The air is sent to the vertical firing furnace 1 from the outlet ducts of the cyclones 12 and 13, and becomes combustion air.

In this embodiment, by providing the cyclones 12 and 13, not only the foamed mineral grains to be made are cooled, but also the sensible heat they possess is absorbed.

The amount of fuel held can be further reduced.

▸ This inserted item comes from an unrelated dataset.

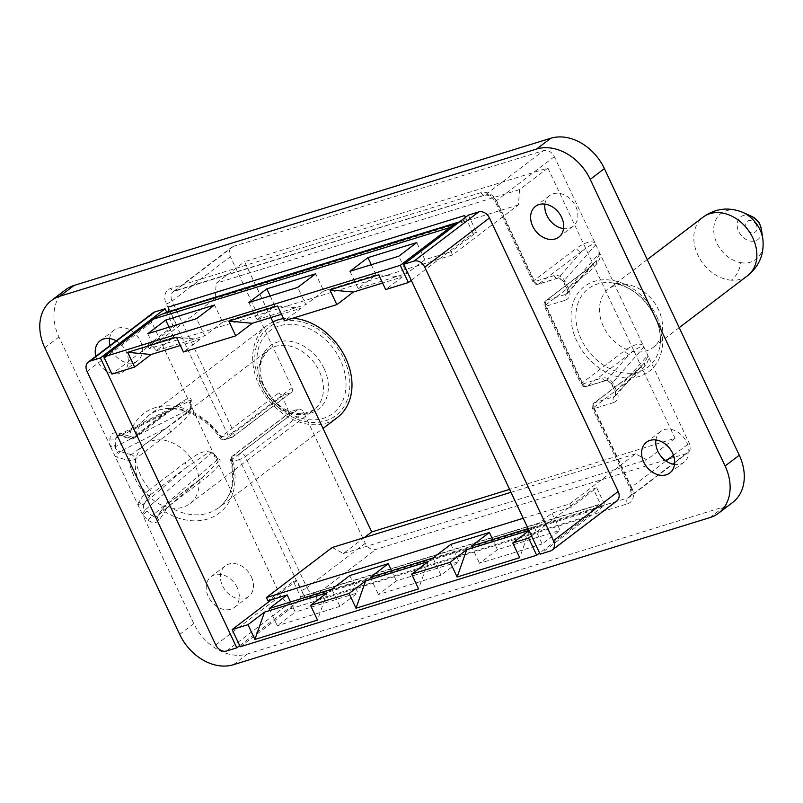 <?xml version="1.0" encoding="UTF-8"?>
<svg xmlns="http://www.w3.org/2000/svg" width="803" height="803" viewBox="0 0 803 803"><rect width="100%" height="100%" fill="white"/><g stroke="black" fill="none" stroke-linecap="round" stroke-linejoin="round"><path stroke-width="0.6" stroke-dasharray="4.01 3.01" d="M411.266 280.337L473.057 233.362L476.5 232.308L450.995 251.69L424.857 259.76L416.767 242.556M458.473 222.662A91.903 57.133 -107.2 0 1 458.784 222.531L463.973 220.454A3.674 2.289 72.8 0 0 465.208 217.543M465.509 217.312L473.057 233.362M173.177 325.958L147.672 345.34L151.115 344.276L176.62 324.894L173.177 325.958L166.753 312.297M270.842 317.546L244.564 261.688L547.887 168.038L519.551 189.578L518.417 204.885L452.541 254.963L149.217 348.612L147.672 345.34M149.217 348.612L215.094 298.545L216.228 283.228L244.564 261.688M364.271 537.608L343.393 553.478L332.241 547.495M239.706 645.632L301.506 598.667L293.406 581.462L267.911 600.845M147.772 333.717L155.862 350.911L173.809 337.27L151.115 344.276L111.918 374.078M173.809 337.27L169.052 327.142M248.88 302.5L256.97 319.694L274.917 306.053L222.642 322.194L214.552 304.999M274.917 306.053L270.159 295.926M349.988 271.284L358.078 288.478L376.025 274.837L323.75 290.977L315.659 273.783M376.025 274.837L371.267 264.709M452.541 254.963L450.995 251.69M518.417 204.885L215.094 298.545M519.551 189.578L216.228 283.228M468.41 215.104L476.5 232.308M523.225 518.266L569.688 503.923L571.234 507.195L596.729 487.812L604.82 505.007L540.128 554.19M569.688 503.923L635.564 453.846L646.716 459.828L675.052 438.287L509.624 489.368M547.887 168.038L675.052 438.287M153.062 312.819A9.194 7.016 -127.2 0 0 151.747 322.254L280.458 595.786A9.194 7.016 -127.2 0 0 291.188 601.848L301.506 598.667M293.406 581.462L296.849 580.398L305.23 598.225A3.674 2.289 -107.2 0 0 302.259 596.147A3.674 2.289 -107.2 0 0 301.506 596.679L597.944 505.147L594.049 509.985A91.903 57.133 -107.2 0 1 586.491 517.393L539.586 553.046M596.729 487.812L593.297 488.876L601.678 506.693A3.674 2.289 72.8 0 0 598.707 504.615A3.674 2.289 72.8 0 0 597.944 505.147M616.845 500.952A9.194 7.016 -127.2 0 1 615.138 501.825L604.82 505.007M176.62 324.894L168.228 307.077M95.798 356.341A19.302 14.745 -127.2 0 0 97.334 360.627A19.302 14.745 -127.2 0 0 123.451 371.538A19.302 14.745 -127.2 0 0 126.212 351.714A19.302 14.745 -127.2 0 0 116.214 340.823M237.196 587.565A19.302 14.745 -127.2 0 0 211.079 576.664A19.302 14.745 -127.2 0 0 208.308 596.488A19.302 14.745 -127.2 0 0 234.436 607.389A19.302 14.745 -127.2 0 0 237.196 587.565M139.411 482.703A37.219 28.426 -127.2 0 0 189.739 503.762A37.219 28.426 -127.2 0 0 195.119 465.499A37.219 28.426 -127.2 0 0 144.691 444.501A37.219 28.426 -127.2 0 0 139.411 482.703M531.496 535.842L593.297 488.876M551.972 513.137L560.062 530.341L542.115 543.982L534.025 526.778L551.972 513.137L571.234 507.195M271.344 599.791L296.849 580.398M240.248 646.776L290.044 608.925A91.903 57.133 72.8 0 0 297.612 601.507L301.506 596.679M534.025 526.778L528.093 528.615M349.757 575.58L357.847 592.775L339.9 606.416L331.81 589.221M290.495 601.969L295.263 612.097L357.847 592.775M492.711 539.536L497.479 549.664L560.062 530.341M450.864 544.364L458.955 561.558L441.008 575.199L378.424 594.521L396.371 580.88L458.955 561.558M391.603 570.752L396.371 580.88M269.226 608.544L277.316 625.738L295.263 612.097M339.9 606.416L277.316 625.738M542.115 543.982L479.532 563.304L497.479 549.664M327.092 592.805L317.496 620.107M428.2 561.588L418.604 588.89M529.307 530.371L519.712 557.673M370.324 577.327L378.424 594.521M441.008 575.199L432.917 557.995M471.431 546.11L479.532 563.304M511.009 492.309L635.564 453.846M343.393 553.478L646.716 459.828M594.963 242.968C591.54 240.408 585.357 242.185 576.393 248.318A4.597 3.513 52.8 0 0 581.753 251.349L587.314 247.053L592.253 244.493L595.585 244.915L563.505 281.301L567.36 289.492L599.63 252.885L554.351 156.665A9.194 7.016 -127.2 0 0 543.611 150.603L233.412 246.37A9.194 7.016 -127.2 0 0 231.706 247.244A9.194 7.016 -127.2 0 0 230.391 256.689L292.051 387.719A4.597 3.513 52.8 0 1 291.389 392.436A4.597 3.513 52.8 0 1 290.535 392.878L283.881 394.925A4.597 3.513 52.8 0 1 279.022 392.777A57.896 44.225 52.8 0 1 285.446 403.829A57.896 44.225 52.8 0 1 289.732 415.532A4.597 3.513 52.8 0 1 290.736 411.748A4.597 3.513 52.8 0 1 291.589 411.307L298.244 409.249A4.597 3.513 52.8 0 1 303.604 412.29L365.265 543.31A9.194 7.016 -127.2 0 0 375.995 549.382L686.194 453.605A9.194 7.016 -127.2 0 0 687.91 452.731A9.194 7.016 -127.2 0 0 689.225 443.286L648.613 356.984L647.75 356.572L644.397 362.946L637.632 370.093A4.597 3.513 52.8 0 0 636.779 370.524L593.989 403.056A4.597 3.513 -127.2 0 0 593.327 407.773L630.897 487.622L665.958 460.972M588.559 268.202A4.597 3.513 52.8 0 0 587.947 272.879L596.719 263.986C599.319 260.292 600.564 257.171 600.443 254.621L599.58 254.21L599.63 252.885L648.613 356.984C648.734 359.533 647.489 362.655 644.889 366.349L636.117 375.252A4.597 3.513 52.8 0 1 636.739 370.564M643.133 345.34C639.71 342.771 633.527 344.557 624.563 350.68A4.597 3.513 52.8 0 0 629.923 353.711L635.484 349.415L640.423 346.856L643.755 347.277L611.675 383.673L615.53 391.854L615.429 395.949L614.245 396.632A4.597 2.861 72.8 0 0 613.803 402.524C618.049 400.426 619.173 396.953 617.156 392.105A4.597 0.793 154.8 0 1 615.359 392.276A4.597 0.793 154.8 0 1 615.53 391.854L647.8 355.257L647.75 356.572M199.867 479.351A4.597 3.513 52.8 0 1 200.7 478.939A4.597 3.513 52.8 0 1 203.842 479.471C222.27 464.907 221.407 460.581 218.607 458.292L212.333 452.701C200.69 448.395 192.921 458.342 185.011 462.709A4.597 3.513 52.8 0 1 185.684 467.958L208.017 452.852L212.333 452.701M272.89 321.893A57.896 44.225 -127.2 0 0 267.289 325.345A57.896 44.225 -127.2 0 0 258.998 384.818A57.896 44.225 -127.2 0 0 337.36 417.53M292.744 318.239A57.896 44.225 -127.2 0 0 283.529 318.59M191.214 407.814L188.755 411.849L166.803 427.818A4.597 3.513 52.8 0 1 170.607 432.104C186.908 418.283 193.774 410.182 191.214 407.814L191.305 400.265C190.873 395.247 185.403 400.205 182.281 401.51L170.888 409.44A4.597 3.513 52.8 0 1 169.834 411.096C180.304 403.347 180.504 403.768 183.285 402.132L191.305 400.265M595.585 244.915L596.589 246.431M557.794 278.179C558.707 277.336 560.554 278.511 563.335 281.712A4.597 0.793 -25.2 0 1 563.505 281.301L558.366 277.888A4.597 2.861 72.8 0 1 557.794 278.179L538.391 284.172A4.597 2.861 -107.2 0 1 534.678 281.572L497.097 201.724A13.781 10.529 52.8 0 0 481.007 192.63L170.808 288.407A13.781 10.529 52.8 0 0 166.271 303.875L227.922 434.905L220.705 437.103A4.597 3.513 -127.2 0 0 225.563 439.261L232.218 437.203L290.535 392.878M599.58 254.21L596.227 260.584L589.462 267.73A4.597 3.513 52.8 0 0 588.609 268.162L545.819 300.693A4.597 3.513 -127.2 0 0 545.157 305.411L581.763 383.212L624.563 350.68M568.986 289.742A4.597 0.793 154.8 0 1 567.189 289.903A4.597 0.793 154.8 0 1 567.36 289.492L567.259 293.577L566.075 294.259A4.597 2.861 72.8 0 0 565.633 300.151C569.879 298.064 571.003 294.591 568.986 289.742L565.131 281.552C562.632 276.844 558.948 274.857 554.07 275.58A4.597 2.861 72.8 0 0 557.754 278.189M643.755 347.277L644.759 348.793M605.964 380.542C606.877 379.699 608.724 380.883 611.505 384.075A4.597 0.793 -25.2 0 1 611.675 383.673L606.536 380.251A4.597 2.861 72.8 0 1 605.964 380.552L586.561 386.534A4.597 2.861 -107.2 0 1 582.848 383.944L546.231 306.144L565.633 300.151M65.555 289.803A45.952 35.101 -127.2 0 0 58.97 337.009L109.87 445.173L109.951 438.789C110.392 434.011 113.103 432.064 118.071 432.927L129.303 436.139A4.597 2.078 106 0 0 130.397 438.759A4.597 2.078 106 0 0 131.612 438.418L167.004 411.517L183.285 402.132L117.539 435.557L120.38 435.206A4.597 2.078 -74 0 1 119.175 435.547L130.397 438.759A4.597 4.597 0 0 0 134.442 438.006A4.597 3.513 -127.2 0 0 135.496 436.34L170.888 409.44M605.924 380.562A4.597 2.861 72.8 0 1 602.24 377.952C607.118 377.219 610.802 379.207 613.301 383.914L617.156 392.105M636.117 375.252L593.327 407.773A4.597 0.793 -25.2 0 0 592.604 408.667A4.597 0.793 -25.2 0 0 594.401 408.506L631.981 488.354A4.597 0.793 154.8 0 1 630.184 488.515A4.597 0.793 154.8 0 1 630.897 487.622A9.194 7.016 52.8 0 1 629.582 497.067A9.194 7.016 52.8 0 1 627.876 497.93A4.597 2.861 72.8 0 0 627.444 503.822L317.245 599.6A4.597 2.861 -107.2 0 1 317.677 593.708A9.194 7.016 52.8 0 1 306.947 587.645A4.597 0.793 154.8 0 1 301.145 590.506L239.485 459.477A4.597 0.793 -25.2 0 0 245.286 456.616A4.597 3.513 -127.2 0 0 239.916 453.585A4.597 2.861 72.8 0 0 239.485 459.477L232.83 461.524A4.597 2.861 -107.2 0 1 233.261 455.642A4.597 3.513 -127.2 0 0 232.408 456.074A4.597 3.513 -127.2 0 0 231.415 459.868A4.597 1.405 -14.8 0 0 230.752 460.912A4.597 1.405 -14.8 0 0 232.83 461.524A62.493 47.728 52.8 0 1 218.848 513.378A62.493 47.728 52.8 0 1 164.866 511.732L159.135 520.183C156.143 523.506 152.52 523.506 148.254 520.193L142.944 515.466L193.844 623.63A45.952 35.101 -127.2 0 0 247.505 653.963L724.155 506.793A45.952 35.101 -127.2 0 0 732.687 502.427M655.91 439.964A19.302 14.745 52.8 0 1 660.628 431.462A19.302 14.745 52.8 0 1 686.746 442.373A19.302 14.745 52.8 0 1 683.985 462.197A19.302 14.745 52.8 0 1 674.53 464.465M109.549 338.535A19.302 14.745 52.8 0 1 114.257 330.033A19.302 14.745 52.8 0 1 140.384 340.944A19.302 14.745 52.8 0 1 137.614 360.768A19.302 14.745 52.8 0 1 111.497 349.867A19.302 14.745 52.8 0 1 109.971 345.571M251.369 576.795A19.302 14.745 52.8 0 1 248.599 596.619A19.302 14.745 52.8 0 1 222.481 585.718A19.302 14.745 52.8 0 1 225.241 565.894A19.302 14.745 52.8 0 1 251.369 576.795M544.926 204.113A19.302 14.745 52.8 0 1 549.643 195.611A19.302 14.745 52.8 0 1 575.761 206.512A19.302 14.745 52.8 0 1 573.001 226.336A19.302 14.745 52.8 0 1 563.545 228.614M109.951 438.789A4.597 2.118 0.7 0 0 115.742 438.438L117.469 435.587L119.165 435.547A4.597 2.078 -74 0 1 118.071 432.927M115.662 444.822L115.562 446.629L190.712 408.436L190.16 404.662L190.813 400.285L115.742 438.438L115.662 444.822A4.597 2.118 -179.3 0 1 109.87 445.173L110.583 446.699L115.562 446.629C115.13 448.616 116.144 450.061 118.603 450.975L120.179 451.517A4.597 2.078 -74 0 0 117.77 457.389L115.01 456.104L118.603 450.975M110.583 446.699L142.944 515.466A4.597 0.733 -48.3 0 1 146.849 511.089L145.313 509.845L211.611 452.862L214.471 456.335L218.386 458.884L218.607 458.292M138.799 502.086L137.805 504.535L143.878 504.685L144.55 503.31A4.597 2.871 -145.8 0 1 138.799 502.086L144.54 493.644L149.619 489.619A57.896 44.225 52.8 0 1 140.465 474.914A57.896 44.225 52.8 0 1 135.215 459.005A4.597 3.513 -127.2 0 0 134.794 457.74A4.597 3.513 -127.2 0 0 131.401 454.729A4.597 2.078 106 0 0 128.992 460.601L117.77 457.389M169.814 411.116A4.597 3.513 52.8 0 1 168.981 411.537A4.597 3.513 52.8 0 1 167.004 411.517L120.38 435.206L131.612 438.418A4.597 3.513 -127.2 0 0 133.589 438.438A4.597 3.513 -127.2 0 0 134.442 438.006L169.834 411.096M143.878 504.685C142.984 506.974 143.456 508.69 145.313 509.845L142.231 513.94M148.254 520.193A4.597 0.733 131.7 0 1 152.158 515.817C154.306 517.453 156.294 517.303 158.101 515.365L157.689 515.807A4.597 2.871 -145.8 0 1 158.101 515.365L204.574 475.567L218.004 462.076L218.386 458.884L152.158 515.817L146.849 511.089M289.732 415.532L231.415 459.868A57.896 44.225 52.8 0 1 218.828 507.626A57.896 44.225 52.8 0 1 168.449 506.382A4.597 3.513 -127.2 0 0 165.308 505.84A4.597 3.513 -127.2 0 0 164.454 506.281A4.597 3.513 -127.2 0 0 163.842 506.924L199.244 480.013A4.597 3.513 52.8 0 1 199.847 479.371L204.574 475.567M159.135 520.183A4.597 2.871 -145.8 0 1 157.669 515.837L163.431 507.355A4.597 2.871 34.2 0 0 164.866 511.732A4.597 1.355 -58.6 0 1 168.449 506.382L203.842 479.471M600.032 315.97A36.757 28.075 -127.2 0 0 603.465 326.63A36.757 28.075 -127.2 0 0 637.02 351.905A36.757 28.075 -127.2 0 0 653.22 347.398A36.757 28.075 -127.2 0 0 662.144 331.679A36.757 28.075 -127.2 0 0 658.49 309.637A36.757 28.075 -127.2 0 0 626.27 284.483A36.757 28.075 -127.2 0 0 608.734 288.869A36.757 28.075 -127.2 0 0 600.032 315.97M742.554 212.263A28.838 22.022 -127.2 0 0 718.745 215.545A28.838 22.022 -127.2 0 0 716.858 243.118A28.838 22.022 -127.2 0 0 740.928 262.681C739.372 270.601 736.18 276.433 731.372 280.187A36.757 28.075 -127.2 0 0 747.573 275.69M424.857 259.76L406.92 273.401L398.82 256.197M358.078 288.478L406.92 273.401M323.75 290.977L305.813 304.618L297.712 287.414M256.97 319.694L305.813 304.618M222.642 322.194L204.705 335.835L196.605 318.64M155.862 350.911L204.705 335.835M176.509 337.25L199.977 339.428L180.384 345.471M199.977 339.428L183.445 351.985M277.617 306.023L301.085 308.201L281.492 314.254M301.085 308.201L284.553 320.768M378.725 274.807L402.193 276.985L382.599 283.037M402.193 276.985L385.661 289.552M601.678 506.693L305.23 598.225M87.045 371.438L151.747 322.254M280.458 595.786L215.756 644.96M226.486 651.022L291.188 601.848M290.044 608.925L586.491 517.393M594.049 509.985L297.612 601.507M673.456 455.271L689.225 443.286M644.397 362.946L644.889 366.349M613.803 402.524L594.401 408.506A4.597 2.861 -107.2 0 1 594.842 402.624L637.632 370.093L614.245 396.632L594.842 402.624A4.597 3.513 -127.2 0 0 593.989 403.056A4.597 4.597 0 0 0 592.604 408.667L630.184 488.515C632.242 497.76 631.088 493.464 629.582 497.067L672.874 464.154M631.981 488.354A13.781 10.529 52.8 0 1 627.444 503.822M686.194 453.605L627.876 497.93L317.677 593.708L375.995 549.382M317.245 599.6A13.781 10.529 52.8 0 1 301.145 590.506M365.265 543.31L306.947 587.645L245.286 456.616L303.604 412.29M298.244 409.249L239.916 453.585L233.261 455.642L291.589 411.307M170.607 432.104L135.215 459.005A4.597 1.606 -11 0 1 128.992 460.601A62.493 47.728 52.8 0 0 134.663 477.775A62.493 47.728 52.8 0 0 144.54 493.644A4.597 2.871 34.2 0 0 150.291 494.859A4.597 3.513 -127.2 0 0 150.342 490.784A4.597 3.513 -127.2 0 0 149.619 489.619L185.011 462.709M343.814 358.63A55.427 42.338 52.8 0 1 325.566 420.822A55.427 42.338 52.8 0 1 260.845 384.246A55.427 42.338 52.8 0 1 279.093 322.043A55.427 42.338 52.8 0 1 343.814 358.63M283.881 394.925L225.563 439.261A4.597 2.861 -107.2 0 1 224.991 439.552A4.597 2.861 -107.2 0 1 221.267 436.962A62.493 47.728 52.8 0 0 168.228 405.806A62.493 47.728 52.8 0 0 129.303 436.139A4.597 2.529 13.9 0 0 135.496 436.34A57.896 44.225 52.8 0 1 148.756 415.442A57.896 44.225 52.8 0 1 220.705 437.103L279.022 392.777M292.051 387.719L233.723 432.044L172.063 301.015L230.391 256.689M232.218 437.203A4.597 3.513 -127.2 0 0 233.071 436.772A4.597 3.513 -127.2 0 0 233.723 432.044A4.597 0.793 154.8 0 1 227.922 434.905A4.597 2.861 72.8 0 0 231.645 437.505A4.597 2.861 72.8 0 0 232.218 437.203M166.271 303.875A4.597 0.793 -25.2 0 0 172.063 301.015A9.194 7.016 52.8 0 1 173.388 291.579A9.194 7.016 52.8 0 1 175.094 290.706L485.293 194.928L543.611 150.603M233.412 246.37L175.094 290.706A4.597 2.861 -107.2 0 1 174.522 291.007A4.597 2.861 -107.2 0 1 170.808 288.407M481.007 192.63A4.597 2.861 72.8 0 0 484.721 195.229A4.597 2.861 72.8 0 0 485.293 194.928A9.194 7.016 52.8 0 1 496.023 200.991L533.593 280.839L576.393 248.318M554.351 156.665L496.023 200.991A4.597 0.793 -25.2 0 0 495.3 201.894A4.597 0.793 -25.2 0 0 497.097 201.724M581.753 251.349L538.964 283.871L558.366 277.888L581.753 251.349M533.593 280.839A4.597 3.513 -127.2 0 0 538.964 283.871A4.597 2.861 -107.2 0 1 538.391 284.172A4.597 4.597 0 0 1 532.881 281.733A4.597 0.793 154.8 0 1 533.593 280.839M566.075 294.259L589.462 267.73L546.672 300.252A4.597 3.513 -127.2 0 0 545.819 300.693A4.597 4.597 0 0 0 544.434 306.304A4.597 0.793 -25.2 0 0 546.231 306.144A4.597 2.861 -107.2 0 1 546.672 300.252L566.075 294.259M596.227 260.584L596.719 263.986M587.947 272.879L545.157 305.411A4.597 0.793 -25.2 0 0 544.434 306.304L581.051 384.105A4.597 0.793 154.8 0 1 581.763 383.212A4.597 3.513 -127.2 0 0 587.134 386.243L606.536 380.251L629.923 353.711L587.134 386.243A4.597 2.861 -107.2 0 1 586.561 386.534A4.597 4.597 0 0 1 581.051 384.105A4.597 0.793 154.8 0 0 582.848 383.944L602.24 377.952M615.369 395.999L615.359 392.265L611.505 384.075A4.597 0.793 -25.2 0 0 613.301 383.914M554.07 275.58L534.678 281.572A4.597 0.793 154.8 0 1 532.881 281.733L495.3 201.894C492.44 196.825 488.917 194.607 484.721 195.229L173.388 291.579L231.706 247.244M656.764 316.563A53.389 40.772 52.8 0 1 639.198 376.477A53.389 40.772 52.8 0 1 576.855 341.235A53.389 40.772 52.8 0 1 594.431 281.331A53.389 40.772 52.8 0 1 656.764 316.563M131.401 454.729L120.179 451.517L166.803 427.818L131.401 454.729M567.199 293.637L567.189 289.903L563.335 281.712A4.597 0.793 -25.2 0 0 565.131 281.552M150.291 494.859L185.684 467.958L144.55 503.31L150.291 494.859M199.847 479.371L164.454 506.281A4.597 4.597 0 0 0 163.431 507.355A4.597 2.871 34.2 0 1 163.842 506.924L158.101 515.365M44.797 347.769L58.97 337.009M193.844 623.63L179.681 634.4M724.155 506.793L709.982 517.564M233.332 664.733L247.505 653.963M581.242 339.298A49.274 37.641 52.8 0 1 611.806 282.807A49.274 37.641 52.8 0 1 654.997 316.523A49.274 37.641 52.8 0 1 659.885 346.063A49.274 37.641 52.8 0 1 625.607 373.134A49.274 37.641 52.8 0 1 581.242 339.298M731.372 280.187A36.757 28.075 -127.2 0 1 694.374 244.253A36.757 28.075 52.8 0 1 700.226 219.761A36.757 28.075 -127.2 0 1 703.087 217.151M740.928 262.681A28.838 22.022 -127.2 0 0 762.85 238.963M751.387 216.218A14.223 10.871 -127.2 0 0 739.382 218.135A14.223 10.871 -127.2 0 0 738.71 231.445A14.223 10.871 -127.2 0 0 753.385 241.211A14.223 10.871 -127.2 0 0 761.405 229.387M756.386 225.061A6.655 5.079 -127.2 0 0 748.617 220.674A6.655 5.079 -127.2 0 0 746.429 228.132A6.655 5.079 -127.2 0 0 754.198 232.529A6.655 5.079 -127.2 0 0 756.386 225.061M262.631 384.065A51.924 39.658 52.8 0 1 279.725 325.797A51.924 39.658 52.8 0 1 340.362 360.065A51.924 39.658 52.8 0 1 323.278 418.343A51.924 39.658 52.8 0 1 262.631 384.065M324.021 368.406A39.839 30.424 -127.2 0 0 277.497 342.118A39.839 30.424 -127.2 0 0 264.388 386.815A39.839 30.424 -127.2 0 0 310.912 413.113A39.839 30.424 -127.2 0 0 324.021 368.406M262.982 388.632A37.641 28.747 52.8 0 1 268.322 349.998A37.641 28.747 52.8 0 1 319.323 371.237A37.641 28.747 52.8 0 1 313.883 409.942A37.641 28.747 52.8 0 1 262.982 388.632M615.138 501.825L550.446 550.999M463.973 220.454L459.587 221.809M598.707 504.615L302.259 596.147M615.429 395.949L642.541 365.184L636.779 370.534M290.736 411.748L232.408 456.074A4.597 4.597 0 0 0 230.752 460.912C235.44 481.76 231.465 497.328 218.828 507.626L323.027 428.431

[Brief explanation of the drawing]

FIG. 1 is a system diagram of one embodiment of the foamed mineral grain firing apparatus of the present invention, and FIGS. 2 and 3 are system diagrams of other embodiments of the present invention. 1 is a vertical kiln, 2, 3, 4, 5, 12 and 13 are cyclones, 6 is a feed pipe for raw mineral particles, 7 is an exhaust fan, 8 is a burner for the vertical kiln, 9 is a rotary kiln, 10 is a cooler, 11 is a rotary kiln burner, 14 is a blower, 15
and 16 is cyc oy, 2 and 13 OA'D I
X”, )-c Ah. Patent applicant: Ube Industries, Ltd. Figure 1 Figure 2 Figure 3 Procedural amendment (voluntary) Showa! Commissioner of the Japan Patent Office 2017-2015 Crest 1, Indication of the case Patent Application No. 170706/1983 Name of the invention Foamed mineral grain firing device 3, person making the amendment Relationship to the case Patent applicant □ Postal code 755 Yamaguchi Prefecture 1-12-32 Nishihonmachi, Ube City (020)
Ube Industries Co., Ltd. Telephone: 0!5 (581) 3!511 4. Date of amendment order There is no amendment order. 5. The "Detailed Description of the Invention" column of the specification to be amended and the drawings attached to Application-11. 6. Contents of amendment 6.1 “Input tube 10” on page 4, line 13 of the specification
6.2 Among the drawings attached to the application, Figures 2 and 5 are amended as shown in the attached "Drawing showing the amendments". In other words, the code (number) of one drawing is corrected so that it is not assigned. 7. One or more copies of drawings showing amendments to the list of attached documents Figure 2 Figure 3

Claims (3)

[Claims] (1) A plurality of dust collectors are arranged in series through a duct between the exhaust fan and the vertical kiln, and the raw mineral grains are preheated in an appropriate number of dust collectors close to the exhaust fan. A foamed mineral grain firing device characterized in that the foamed mineral grains fired and foamed in a vertical firing furnace in a residue dust collector are separated according to particle size. (2) A rotary kiln is connected to the vertical kiln, and raw mineral grains that have not been fired and foamed in the vertical kiln are fired and foamed in the rotary kiln. Foamed mineral grain firing equipment. (3) The inlet ducts of multiple dust collectors installed in parallel via ducts connected to the blower are connected to the dust collectors for separating foamed mineral particles installed between the vertical firing furnace and the exhaust fan. Claim (1) or (1), characterized in that the outlet of the duct is communicated with the vertical firing furnace.
2) The foamed mineral grain firing device described in section 2).